Best of 2019: Sustainability
Consumers’ desire for more sustainable and environmentally friendly products has been on the rise for some time, and retailers have taken notice.
In 2019, The Iconic, Sheridan, Kathmandu and others took significant steps to make their operations more sustainable, whether by setting goals to use recyclable packaging for online orders, or launching product take-back schemes to keep textiles out of landfill.
Here are a few of our favourite stories on sustainability from the past 12 months.
Approximately 300,000 people rallied against climate change in Australia in September, joining millions more across the world. The participants were calling for a switch to 100 per cent renewable energy generation and exports by 2030, as well as an end to coal, gas and oil projects.
But it wasn’t just members of the public and students taking part in the strikes, with more than 2800 businesses across the country taking a stand together under the “Not Business As Usual” alliance, including retailers such as Mud Australia, Koala and Australian Geographic.
In April, the Iconic launched a new initiative, Considered, making it easier for customers to shop according to their personal values.
A new vertical on the website, Considered allows customers to easily find products based on five different values: sustainable materials, eco-production, fair production, animal-friendly and community engagement.

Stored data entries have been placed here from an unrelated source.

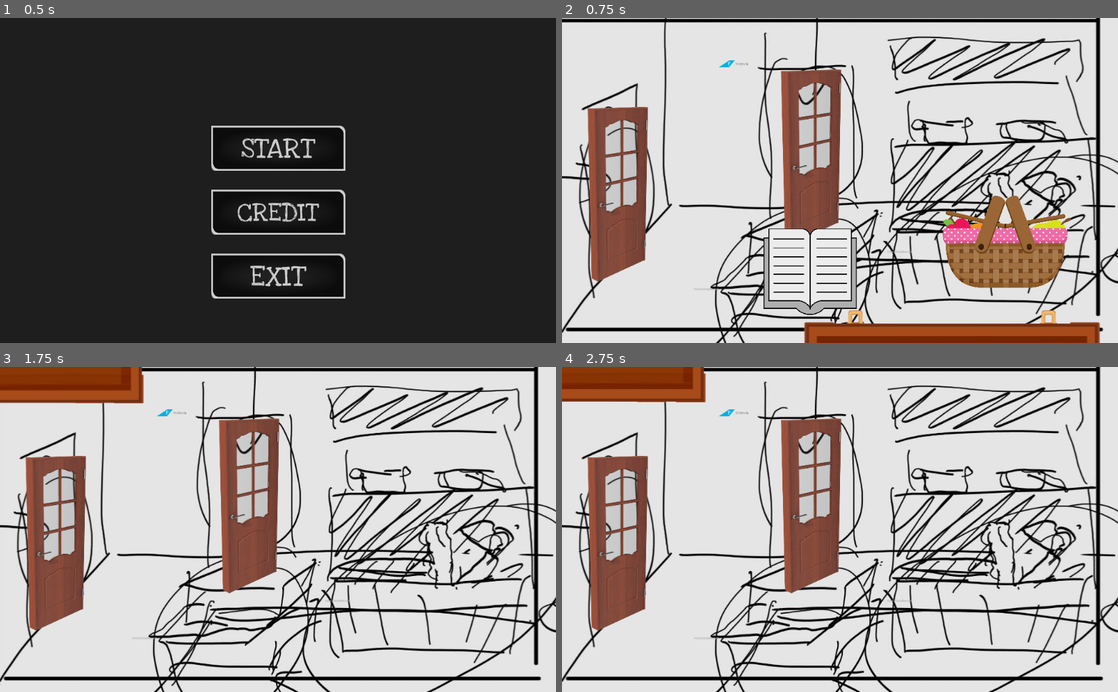
Above: before the commit, frames 1-4 (two rows, left to right).
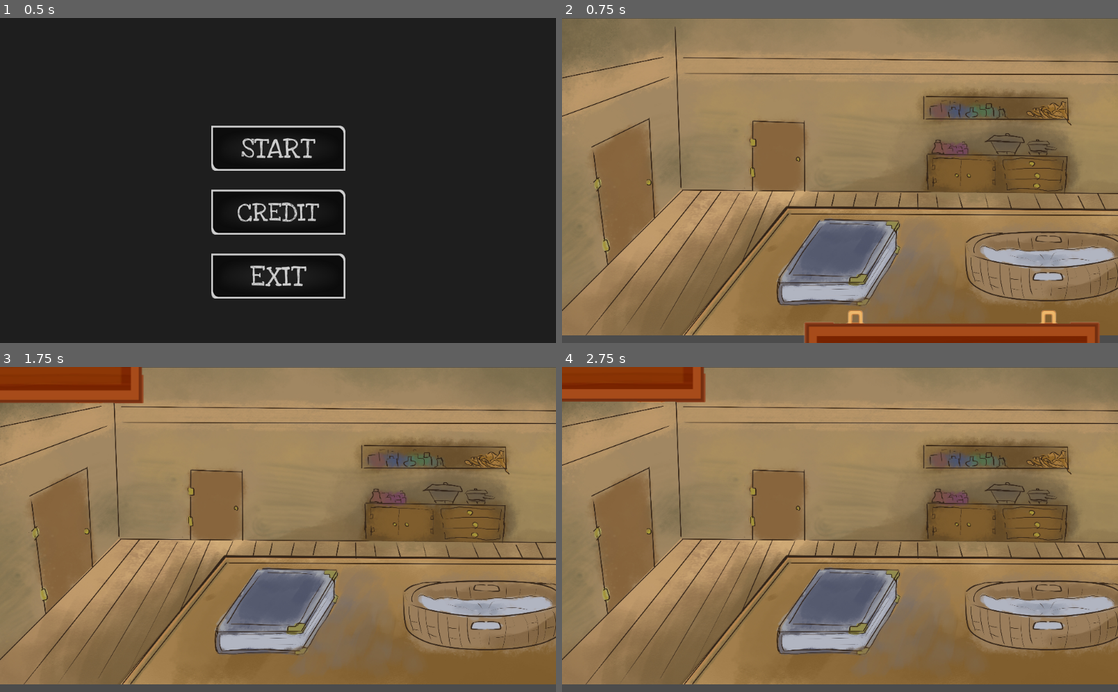
Above: after the commit, the same moments.

Repository: raimess11/GGJBandung23-Mandrake
Game: Godot game, scene res://ui/Menu.tscn
Two runs of this game, one before a commit and one after it. Both use one fixed random seed, a clock stepped at 60 frames per second and the inputs below. The project has no main scene, so this scene is started directly. The engine's default icon, where the game draws it, is replaced by a stand-in: a white triangle on a blue panel in a dark square.
Inputs (mouse positions are in pixels of both pictures, inside the frame that each line leads up to):
- Up to frame 1 (0.5 s): no input
- Up to frame 2 (0.75 s): click (840, 148) at 0.5 s
- Up to frame 3 (1.75 s): tap Enter at 1.25 s; move the mouse to (55, 542) at 1.27 s; click (55, 542) at 1.35 s; tap Space at 1.52 s
- Up to frame 4 (2.75 s): tap Space at 2, 2.27 s; move the mouse to (812, 503) at 2.02 s; click (812, 503) at 2.1 s

Frame 1 is identical in both runs. In frame 2, 95% of the frame differs, in the area x 0-100%, y 0-100%; in frame 3, 97%; in frame 4, 97%.

Commit message:
gas push

Diff:
--- a/Mandrake Store and Root Garden/Commponent/Item/Root/Destruction/RootOfDestruction.tres
+++ b/Mandrake Store and Root Garden/Commponent/Item/Root/RootOfDestruction.tres
@@ -1,9 +1,11 @@
-[gd_resource type="Resource" load_steps=2 format=2]
+[gd_resource type="Resource" load_steps=3 format=2]
 
 [ext_resource path="res://Commponent/Item/ItemResourceSript.gd" type="Script" id=1]
+[ext_resource path="res://assets/Root Image/root-orange.png" type="Texture" id=2]
 
 [resource]
 script = ExtResource( 1 )
 nama = "Ríza tis Katastrofí "
+texture = ExtResource( 2 )
 description = "Glowing orange root creeping from tree with extremely power stored inside"
 harga = 0
--- a/Mandrake Store and Root Garden/Commponent/Item/Root/Healing/RootOfHealing.tres
+++ b/Mandrake Store and Root Garden/Commponent/Item/Root/RootOfHealing.tres
@@ -1,9 +1,11 @@
-[gd_resource type="Resource" load_steps=2 format=2]
+[gd_resource type="Resource" load_steps=3 format=2]
 
 [ext_resource path="res://Commponent/Item/ItemResourceSript.gd" type="Script" id=1]
+[ext_resource path="res://assets/Root Image/root-green.png" type="Texture" id=2]
 
 [resource]
 script = ExtResource( 1 )
 nama = "Ríza tis Therapeías "
+texture = ExtResource( 2 )
 description = "Greenish root that pops out from ground with magical power can instant heal whoever eat it"
 harga = 0
--- a/Mandrake Store and Root Garden/Commponent/Item/Root/Poison/RootOfPoison.tres
+++ b/Mandrake Store and Root Garden/Commponent/Item/Root/RootOfPoison.tres
@@ -1,9 +1,11 @@
-[gd_resource type="Resource" load_steps=2 format=2]
+[gd_resource type="Resource" load_steps=3 format=2]
 
 [ext_resource path="res://Commponent/Item/ItemResourceSript.gd" type="Script" id=1]
+[ext_resource path="res://assets/Root Image/root-purple.png" type="Texture" id=2]
 
 [resource]
 script = ExtResource( 1 )
 nama = "Ríza Dilitiríou "
+texture = ExtResource( 2 )
 description = "Purpleish root with green accent pop out from the swamp can give toxic to whoever eat it"
 harga = 0
--- a/Mandrake Store and Root Garden/Commponent/Item2D/Item2D.gd
+++ b/Mandrake Store and Root Garden/Commponent/Item2D/Item2D.gd
@@ -2,6 +2,7 @@
 
 export(Resource) var data = preload("res://roots/Ríza Dilitiríou.tres")
 
+var size:float = 1
 
 var DropPoint:Vector2
 var DropPoint_list:Array = []
@@ -13,8 +14,10 @@
 
 func _ready():
 	$Sprite.texture = data.texture
+	$Sprite.scale.x = size
+	$Sprite.scale.y = size
 	DropPoint_list = get_tree().get_nodes_in_group("DropPoint")
-	initial_currentDropPoint()
+	DropPoint = global_position
 
 
 func _physics_process(delta):
--- a/Mandrake Store and Root Garden/Commponent/Item2D/Item2D.tscn
+++ b/Mandrake Store and Root Garden/Commponent/Item2D/Item2D.tscn
@@ -1,7 +1,7 @@
 [gd_scene load_steps=4 format=2]
 
 [ext_resource path="res://Commponent/Item2D/Item2D.gd" type="Script" id=1]
-[ext_resource path="res://Commponent/Item/Root/Destruction/RootOfDestruction.tres" type="Resource" id=2]
+[ext_resource path="res://Commponent/Item/Root/RootOfDestruction.tres" type="Resource" id=2]
 
 [sub_resource type="CircleShape2D" id=1]
 
--- a/Mandrake Store and Root Garden/GatheringSpot/GatheringMap.gd
+++ b/Mandrake Store and Root Garden/GatheringSpot/GatheringMap.gd
@@ -51,6 +51,7 @@
 func _on_go_pressed():
 	for i in int(rand_range(3, 7)):
 		var newItem2d = item2d.instance()
-		newItem2d.data = roots[int(rand_range(0,2))]
-		newItem2d.global_position = Vector2(500+randf()*100,300+randf()*100)
+		newItem2d.data = roots[int(rand_range(0,2.99))]
+		newItem2d.global_position = Vector2(500+(randf()-0.5)*400,300+(randf()-0.5)*500)
+		newItem2d.size = 0.15
 		get_tree().current_scene.add_child(newItem2d)
--- a/Mandrake Store and Root Garden/GatheringSpot/GatheringMap.tscn
+++ b/Mandrake Store and Root Garden/GatheringSpot/GatheringMap.tscn
@@ -2,11 +2,11 @@
 
 [ext_resource path="res://GatheringSpot/reminderUI.gd" type="Script" id=1]
 [ext_resource path="res://ui/ruang utama/Map2.jpg" type="Texture" id=2]
-[ext_resource path="res://Commponent/Item/Root/Poison/RootOfPoison.tres" type="Resource" id=3]
+[ext_resource path="res://Commponent/Item/Root/RootOfPoison.tres" type="Resource" id=3]
 [ext_resource path="res://assets/white.png" type="Texture" id=4]
 [ext_resource path="res://ui/black-and-white-border-box-frame-M08B21-removebg-preview (1).png" type="Texture" id=5]
-[ext_resource path="res://Commponent/Item/Root/Destruction/RootOfDestruction.tres" type="Resource" id=6]
-[ext_resource path="res://Commponent/Item/Root/Healing/RootOfHealing.tres" type="Resource" id=7]
+[ext_resource path="res://Commponent/Item/Root/RootOfDestruction.tres" type="Resource" id=6]
+[ext_resource path="res://Commponent/Item/Root/RootOfHealing.tres" type="Resource" id=7]
 [ext_resource path="res://GatheringSpot/GatheringMap.gd" type="Script" id=8]
 
 [node name="GatheringMap" type="Node2D"]
--- a/Mandrake Store and Root Garden/ui/ruang utama/RuangUtama.gd
+++ b/Mandrake Store and Root Garden/ui/ruang utama/RuangUtama.gd
@@ -4,7 +4,7 @@
 
 func _on_Area2D_input_event(viewport, event, shape_idx):
 	if event is InputEventMouse:
-		if event.is_pressed():
+		if event.is_action_released("click"):
 			$GatheringMap.visible = true
 
 
--- a/Mandrake Store and Root Garden/ui/ruang utama/RuangUtama.tscn
+++ b/Mandrake Store and Root Garden/ui/ruang utama/RuangUtama.tscn
@@ -1,7 +1,7 @@
 [gd_scene load_steps=10 format=2]
 
 [ext_resource path="res://ui/ruang utama/pintu.tscn" type="PackedScene" id=1]
-[ext_resource path="res://ui/ruang utama/ruang utama.jpg" type="Texture" id=2]
+[ext_resource path="res://assets/room/MainRoom.jpg" type="Texture" id=2]
 [ext_resource path="res://ui/ruang utama/basket.tscn" type="PackedScene" id=3]
 [ext_resource path="res://ui/ruang utama/encyclopedia.tscn" type="PackedScene" id=4]
 [ext_resource path="res://GatheringSpot/GatheringMap.tscn" type="PackedScene" id=5]
@@ -15,25 +15,30 @@
 [node name="Node2D" type="Node2D"]
 script = ExtResource( 6 )
 
+[node name="Storage" parent="." instance=ExtResource( 8 )]
+position = Vector2( 726, 564 )
+z_index = 1
+
 [node name="Sprite" type="Sprite" parent="."]
-position = Vector2( 513, 335 )
-scale = Vector2( 1.00327, 0.895294 )
+position = Vector2( 497, 293 )
+scale = Vector2( 0.303497, 0.270833 )
 texture = ExtResource( 2 )
 
 [node name="pintuToko" parent="." instance=ExtResource( 1 )]
-position = Vector2( 110, 324 )
-scale = Vector2( 1.5, 1.5 )
+position = Vector2( 129, 315 )
+rotation = -0.000122786
+scale = Vector2( 1.80901, 1.07897 )
 
 [node name="pintukamar" parent="." instance=ExtResource( 1 )]
-position = Vector2( 466, 255 )
-scale = Vector2( 1.5, 1.5 )
+position = Vector2( 414, 250 )
+scale = Vector2( 2.0213, 0.741298 )
 
 [node name="basket" parent="." instance=ExtResource( 3 )]
-position = Vector2( 819, 413 )
+position = Vector2( 874, 438 )
 scale = Vector2( 5, 5 )
 
 [node name="book" parent="." instance=ExtResource( 4 )]
-position = Vector2( 457, 471 )
+position = Vector2( 509, 440 )
 
 [node name="GatheringMap" parent="." instance=ExtResource( 5 )]
 visible = false
@@ -41,13 +46,10 @@
 [node name="Area2D" type="Area2D" parent="."]
 
 [node name="CollisionShape2D" type="CollisionShape2D" parent="Area2D"]
-position = Vector2( 816.5, 415.75 )
+position = Vector2( 873, 436 )
 shape = SubResource( 1 )
 
 [node name="encyclopedia" parent="." instance=ExtResource( 7 )]
 visible = false
 
-[node name="Storage" parent="." instance=ExtResource( 8 )]
-position = Vector2( 726, 564 )
-
 [connection signal="input_event" from="Area2D" to="." method="_on_Area2D_input_event"]
--- a/Mandrake Store and Root Garden/ui/ruang utama/basket.tscn
+++ b/Mandrake Store and Root Garden/ui/ruang utama/basket.tscn
@@ -1,6 +1,5 @@
-[gd_scene load_steps=4 format=2]
+[gd_scene load_steps=3 format=2]
 
-[ext_resource path="res://ui/ruang utama/basket.png" type="Texture" id=1]
 [ext_resource path="res://ui/ruang utama/basket.gd" type="Script" id=2]
 
 [sub_resource type="RectangleShape2D" id=1]
@@ -11,10 +10,6 @@
 
 [node name="Area2D" type="Area2D" parent="."]
 
-[node name="Sprite" type="Sprite" parent="Area2D"]
-scale = Vector2( 0.0242165, 0.0242165 )
-texture = ExtResource( 1 )
-
 [node name="CollisionShape2D" type="CollisionShape2D" parent="Area2D"]
 position = Vector2( -1, 0 )
 shape = SubResource( 1 )
--- a/Mandrake Store and Root Garden/ui/ruang utama/encyclopedia.gd
+++ b/Mandrake Store and Root Garden/ui/ruang utama/encyclopedia.gd
@@ -3,6 +3,6 @@
 
 func _on_Area2D_input_event(viewport, event, shape_idx):
 	if event is InputEventMouse:
-		if event.is_pressed():
+		if event.is_action_released("click"):
 			get_parent().get_node("encyclopedia").visible = true
 			get_parent().get_node("encyclopedia/CanvasLayer").visible = true
--- a/Mandrake Store and Root Garden/ui/ruang utama/encyclopedia.tscn
+++ b/Mandrake Store and Root Garden/ui/ruang utama/encyclopedia.tscn
@@ -1,7 +1,6 @@
-[gd_scene load_steps=4 format=2]
+[gd_scene load_steps=3 format=2]
 
 [ext_resource path="res://ui/ruang utama/encyclopedia.gd" type="Script" id=1]
-[ext_resource path="res://ui/ruang utama/encyclopedia.png" type="Texture" id=2]
 
 [sub_resource type="RectangleShape2D" id=1]
 extents = Vector2( 84.5, 76.5 )
@@ -11,10 +10,6 @@
 
 [node name="Area2D" type="Area2D" parent="."]
 
-[node name="Sprite" type="Sprite" parent="Area2D"]
-scale = Vector2( 0.0809907, 0.0809907 )
-texture = ExtResource( 2 )
-
 [node name="CollisionShape2D" type="CollisionShape2D" parent="Area2D"]
 position = Vector2( 0.5, -1.5 )
 shape = SubResource( 1 )
--- a/Mandrake Store and Root Garden/ui/ruang utama/pintu.tscn
+++ b/Mandrake Store and Root Garden/ui/ruang utama/pintu.tscn
@@ -12,6 +12,7 @@
 [node name="Area2D" type="Area2D" parent="."]
 
 [node name="Sprite" type="Sprite" parent="Area2D"]
+visible = false
 scale = Vector2( 0.241, 0.241 )
 texture = ExtResource( 1 )
 
Renamed: Mandrake Store and Root Garden/Commponent/Item/Root/Blindness/RootOfBlindness.tres -> Mandrake Store and Root Garden/Commponent/Item/Root/RootOfBlindness.tres
Renamed: Mandrake Store and Root Garden/Commponent/Item/Root/Element/RootOfElement.tres -> Mandrake Store and Root Garden/Commponent/Item/Root/RootOfElement.tres
Renamed: Mandrake Store and Root Garden/Commponent/Item/Root/Invisibility/RootOfInvisibility.tres -> Mandrake Store and Root Garden/Commponent/Item/Root/RootOfInvisibility.tres
Renamed: Mandrake Store and Root Garden/Commponent/Item/Root/Teleportation/RootOfTeleportation.tres -> Mandrake Store and Root Garden/Commponent/Item/Root/RootOfTeleportation.tres
Renamed: Mandrake Store and Root Garden/Commponent/Item/Root/Vision/RootOfVision.tres -> Mandrake Store and Root Garden/Commponent/Item/Root/RootOfVision.tres
Renamed: Mandrake Store and Root Garden/Commponent/Item/Root/Vitality/RootOfVitality.tres -> Mandrake Store and Root Garden/Commponent/Item/Root/RootOfVitality.tres
Binary file added: Mandrake Store and Root Garden/assets/Customor Char/farmer.png
Not shown, added: Mandrake Store and Root Garden/assets/Customor Char/farmer.png.import
Binary file added: Mandrake Store and Root Garden/assets/Customor Char/guard.png
Not shown, added: Mandrake Store and Root Garden/assets/Customor Char/guard.png.import
Binary file added: Mandrake Store and Root Garden/assets/Customor Char/villager1.png
Not shown, added: Mandrake Store and Root Garden/assets/Customor Char/villager1.png.import
(and 62 more such lines)

Australian textiles brand Sheridan has just announced its sustainability goals off the back of a national campaign called “Make Tomorrow Beautiful”, which focuses on promoting the business’s environmental and social measures.
By 2020, Sheridan’s product range will include more sustainable fibres and more responsible production processes. By 2025, 100 per cent of Sheridan’s consumer packaging will be reusable or recyclable and every new product will be designed to consider end-of-life.
For years, retailers have been referencing the fact that today’s consumers prefer to buy from socially and environmentally-conscious brands. A widely cited 2015 poll from Nielsen found that 66 per cent of global consumers, and 73 per cent of millennials, are willing to pay more for sustainable goods. But new research from Kathmandu has cast doubt on this conventional wisdom.
In a recent survey of 1000 Australian consumers, the outdoor gear and clothing retailer found that one in two shoppers do not consider the social, environmental and ethical impacts of the fashion industry when purchasing clothing items. And a whopping 97 per cent of those surveyed had not purchased from a sustainable, eco-fashion brand in the 12 months prior, or at least they had not intentionally done so.
Today, there are 26 B Labs and more than 2800 B Corps worldwide, including 270 in Australia, which is the fastest growing country per capita for B Corps. Among them are several retail businesses, such as Outland Denim, Etiko, Koala, GlamCorner, Bellroy, Flora & Fauna, KeepCup, Good Day Girl, Arndsorf and Kester Black, as well as numerous other brands.
In July, B Lab Australia and New Zealand sought to capitalise on this momentum with a month-long marketing blitz. Local B Corps posted videos on social media, offered discounts and participated in events to raise awareness among businesses and consumers. It wasn’t the first B Corp Month the nonprofit had orchestrated in Australia, but it was by far the biggest.
Australian retailers and brands including Big W, L’Oreal Australia, Lush and Woolworths have collectively donated $100 million worth of brand new surplus stock to the not-for-profit organisation Good360 over the past five years, helping families in need across the country.
The not-for-profit works with schools and charities, such as Vinnies, The Salvation Army and Rural Aid, to distribute everyday items like clothing, toiletries, bedding, backpacks and other essentials to families in need.